Vorrausetzung ist natürlich ein Origin Konto.

Viele Grüße

Jarafi


----------



## XAbix (27. März 2014)

Vielen dank für die info Buddy


----------



## DARK_SESSION (27. März 2014)

Schade, damals schon im Humblelbumdeldumbel gekauft.


----------



## Nightslaver (27. März 2014)

Schon beim Steamsale gekauft, aber man nimmt es ja trotzdem gerne mit wenns kostenlos ist.

Daher, danke für die Info.


----------



## DarkMo (27. März 2014)

aaaahahaha, jetz hab ich das scho vor nem halben jahr oder so vom grabbeltisch geholt ^^ verdämmt


----------



## facehugger (27. März 2014)

Geiles Horror-Game Musste es mir damals (2008) "leider" schenken lassen...

Gruß


----------



## PCGH_Raff (27. März 2014)

"Spare 100 %": Endlich stimmt das mal. Sonst spart man 100 Prozent nur, wenn man nichts kauft. 

MfG,
Raff


----------



## XT1024 (27. März 2014)

Und ich Gierschlund habe es jetzt 2x in der Bibliothek. 

Muss wohl im humble origin bundle gewesen sein.


----------



## Voodoo2 (27. März 2014)

COOL


----------



## SaftSpalte (27. März 2014)

Danke für den Tipp !  Werd´s  mir gleich laden !  coole sache


----------



## Andrej (27. März 2014)

DANKE fur den Tipp


----------



## Metalic (27. März 2014)

Danke dafür.
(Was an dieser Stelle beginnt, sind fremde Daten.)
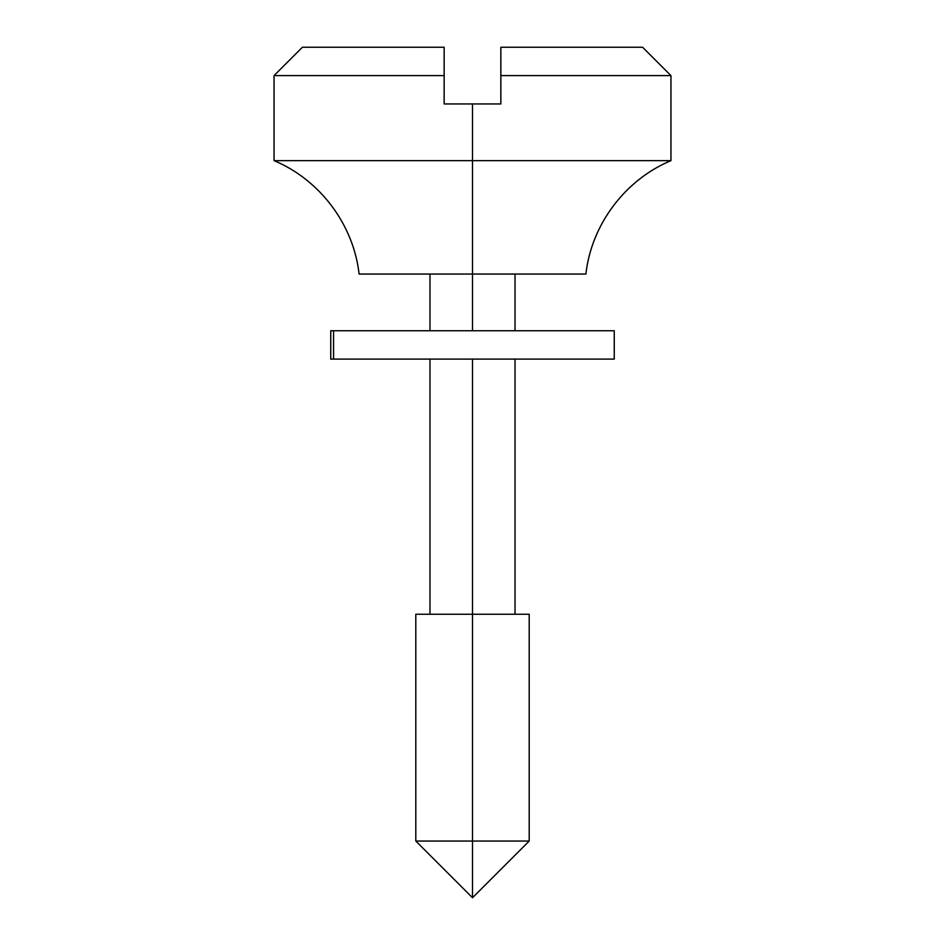 <?xml version="1.0" encoding="UTF-8"?>
<svg xmlns="http://www.w3.org/2000/svg" width="945" height="945" viewBox="0 0 945 945"><rect width="100%" height="100%" fill="white"/><g stroke="black" fill="none" stroke-linecap="round" stroke-linejoin="round"><path stroke-width="1.42" d="M500.85 47.25L500.85 75.6L670.95 75.6L500.85 75.6L500.85 103.95L444.15 103.95L444.15 75.6L274.05 75.6L444.15 75.6L444.15 47.25L302.4 47.25L444.15 47.25L302.4 47.25L274.05 75.6L274.05 160.65L670.95 160.65L472.5 160.65L472.5 103.95L472.5 160.65L274.05 160.65C319.918 179.751 353.607 224.662 359.1 274.05L472.5 274.05L472.5 330.75L472.5 274.05L585.9 274.05C591.393 224.662 625.082 179.751 670.95 160.65L670.95 75.6L642.6 47.25L500.85 47.25L500.85 103.95L444.15 103.95L444.15 47.25M472.5 841.05L472.5 897.75L472.5 841.05L415.8 841.05L529.2 841.05L472.5 841.05L472.5 614.25L415.8 614.25L415.8 841.05L472.5 897.75L529.2 841.05L529.2 614.25L472.5 614.25L472.5 841.05M472.5 614.25L472.5 359.1L472.5 614.25M472.5 160.65L472.5 274.05L472.5 160.65M515.025 614.25L515.025 359.1L333.561 359.1L429.975 359.1L429.975 614.25M333.561 330.75L330.75 330.75L330.75 359.1L614.25 359.1L614.25 330.75L333.561 330.75L333.561 359.1L333.561 330.75M515.025 330.75L515.025 274.05M429.975 330.75L429.975 274.05"/></g></svg>

Bin am Herunterladen


----------



## Dipsy2.0 (28. März 2014)

dankedankedanke !


----------



## Natler (28. März 2014)

Ich werde daran denken


----------



## keinnick (28. März 2014)

Danke für den Hinweis. Gleich mal geladen.


----------



## Tommy_Lee (28. März 2014)

Guten Morgen

Ich hoffe das läuft auch auf Win 8.1 64 Bit.

Gruß Tom


----------



## Nazzy (28. März 2014)

der beste Teil der Serie...Sollte jeder mal gespielt haben, lohnt sich


----------



## M4xw0lf (28. März 2014)

Ich habs schon... bei Steam


----------



## VikingGe (28. März 2014)

Danke für den Hinweis, das hab ich mir doch gleich mal unter den Nagel gerissen. Hätte ich sonst eh nicht gekauft, weil mich das Spiel nie wirklich interessiert hat, aber vielleicht wird es ja ne positive Überraschung.


----------



## marvinj (28. März 2014)

Danke für den Tipp


----------



## DerXanny (28. März 2014)

LEUTE!!!

Hab es letztens installiert und da ist so ein Tastatur/Maus Bug, man kann nicht steuern und die Kamera dreht sich immer.
Soll wohl eine schlechte Konsolenumsetzung sein, mit einem Gamepad soll es sich spielen lassen.
Ich habe es sofort wieder deinstalliert, ist glaube ich 6-7 GB groß.


----------



## keinnick (28. März 2014)

Du hättest auch nach dem Problem googeln und es lösen können.


----------



## DerXanny (28. März 2014)

Ich habe gegoggelt und keine Lösung gefunden, es gab da ein paar Tipps, hat nicht geholfen.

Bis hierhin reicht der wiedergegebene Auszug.